Moderates, aided by Republicans, have gleefully used the bill’s size as a way of undercutting many of its measures. When West Virginia Senator Joe Manchin called for a “strategic pause” last month, he noted that Congress shouldn’t be “rushing to spend trillions on new government programs and additional stimulus funding” and should instead be focusing its efforts on lowering the federal deficit and fighting inflation. This has become something of a vicious cycle for Democrats, in which members of their own caucus deride the bill for spending too much, leading to cuts in its popular elements, which drives down its popularity and political efficacy. 

The political situation is further complicated by the fact that the Build Back Better Act is something of a grab bag, containing elements that fight poverty, expand health care, and combat climate change.
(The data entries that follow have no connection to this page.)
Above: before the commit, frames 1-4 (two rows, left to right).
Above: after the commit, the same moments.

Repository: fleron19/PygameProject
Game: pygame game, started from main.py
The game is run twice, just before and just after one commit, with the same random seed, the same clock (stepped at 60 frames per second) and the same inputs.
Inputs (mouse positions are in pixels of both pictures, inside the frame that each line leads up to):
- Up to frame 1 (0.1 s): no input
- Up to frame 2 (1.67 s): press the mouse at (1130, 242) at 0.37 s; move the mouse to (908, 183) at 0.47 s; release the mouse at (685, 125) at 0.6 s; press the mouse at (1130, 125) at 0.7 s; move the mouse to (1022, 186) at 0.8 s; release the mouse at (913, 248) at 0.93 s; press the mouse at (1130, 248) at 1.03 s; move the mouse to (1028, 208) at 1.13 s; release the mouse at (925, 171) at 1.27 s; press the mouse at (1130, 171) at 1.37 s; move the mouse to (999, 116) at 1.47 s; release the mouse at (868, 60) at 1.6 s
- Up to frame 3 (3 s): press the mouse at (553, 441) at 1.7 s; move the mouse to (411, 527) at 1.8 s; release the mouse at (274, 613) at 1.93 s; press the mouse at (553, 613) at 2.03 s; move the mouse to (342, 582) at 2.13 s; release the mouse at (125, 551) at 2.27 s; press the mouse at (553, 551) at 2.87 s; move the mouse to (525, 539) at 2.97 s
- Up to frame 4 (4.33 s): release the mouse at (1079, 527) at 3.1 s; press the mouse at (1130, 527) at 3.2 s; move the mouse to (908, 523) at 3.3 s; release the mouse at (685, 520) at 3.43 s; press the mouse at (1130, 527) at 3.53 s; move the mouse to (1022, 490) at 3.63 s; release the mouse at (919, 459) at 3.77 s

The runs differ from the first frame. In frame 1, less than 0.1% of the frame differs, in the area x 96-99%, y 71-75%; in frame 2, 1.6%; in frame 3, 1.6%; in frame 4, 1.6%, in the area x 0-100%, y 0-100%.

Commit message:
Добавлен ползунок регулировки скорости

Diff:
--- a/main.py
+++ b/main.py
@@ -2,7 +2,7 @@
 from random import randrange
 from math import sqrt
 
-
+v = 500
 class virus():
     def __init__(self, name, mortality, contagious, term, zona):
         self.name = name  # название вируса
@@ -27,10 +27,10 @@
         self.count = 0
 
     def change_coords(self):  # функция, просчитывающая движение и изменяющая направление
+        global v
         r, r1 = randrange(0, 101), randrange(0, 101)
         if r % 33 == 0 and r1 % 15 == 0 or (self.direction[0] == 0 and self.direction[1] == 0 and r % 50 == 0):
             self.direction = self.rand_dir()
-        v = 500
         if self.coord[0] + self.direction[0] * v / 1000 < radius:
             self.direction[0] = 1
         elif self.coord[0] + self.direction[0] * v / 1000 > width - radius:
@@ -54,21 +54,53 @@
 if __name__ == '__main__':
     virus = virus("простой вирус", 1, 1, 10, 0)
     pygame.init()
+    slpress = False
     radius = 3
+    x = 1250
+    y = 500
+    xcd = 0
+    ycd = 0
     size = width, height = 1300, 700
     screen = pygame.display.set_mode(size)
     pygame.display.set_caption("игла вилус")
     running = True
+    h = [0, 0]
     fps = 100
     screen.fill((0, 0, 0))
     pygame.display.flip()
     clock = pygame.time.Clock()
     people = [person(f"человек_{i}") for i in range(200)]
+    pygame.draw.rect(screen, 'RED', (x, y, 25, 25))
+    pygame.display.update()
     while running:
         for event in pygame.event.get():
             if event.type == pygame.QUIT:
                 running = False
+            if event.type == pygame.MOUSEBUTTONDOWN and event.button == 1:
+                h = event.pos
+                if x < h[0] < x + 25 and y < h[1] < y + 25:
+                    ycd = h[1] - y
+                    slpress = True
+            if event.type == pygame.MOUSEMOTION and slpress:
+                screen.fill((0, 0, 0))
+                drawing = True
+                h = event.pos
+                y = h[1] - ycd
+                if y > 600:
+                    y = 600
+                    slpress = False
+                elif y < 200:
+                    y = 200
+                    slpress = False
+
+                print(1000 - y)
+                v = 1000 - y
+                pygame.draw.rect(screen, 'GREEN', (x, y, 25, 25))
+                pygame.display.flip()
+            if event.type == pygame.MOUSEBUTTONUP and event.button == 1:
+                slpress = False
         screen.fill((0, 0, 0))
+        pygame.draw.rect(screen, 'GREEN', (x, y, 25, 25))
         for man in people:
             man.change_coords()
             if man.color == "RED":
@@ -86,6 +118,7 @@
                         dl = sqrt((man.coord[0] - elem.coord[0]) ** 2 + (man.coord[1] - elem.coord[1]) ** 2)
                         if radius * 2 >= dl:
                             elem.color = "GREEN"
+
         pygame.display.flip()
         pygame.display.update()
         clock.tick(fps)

It’s difficult to explain what exactly it’s doing without resorting to vague catch-alls, like “spending.” The Democrats’ own chosen slogan for it, Build Back Better, is, as my colleague Walter Shapiro wrote last month, confusing and imprecise—at the very least, it’s a better fit for the Democrats’ other bill, a $1 trillion infrastructure package that has some bipartisan support. The Democrats have struggled to come up with a simple way of explaining what they’re trying to do and seem to be convinced that voters will recognize their largesse as soon as they pass whatever it is they end up passing. But they didn’t receive much of a political bump from the Covid-19 relief bill they passed this spring, even though it contained direct cash payments to tens of millions of Americans, which suggests that the party’s messaging needs work. 

Mostly though, these polls serve as a further reminder that the Democrats need to get their act together and actually pass a budget reconciliation bill. If they can do that, more focus will be on what the bill in fact does, countering the stories about its significant cost and the palace intrigue that has gone into putting it together. But until they do, they’re only making things worse for themselves.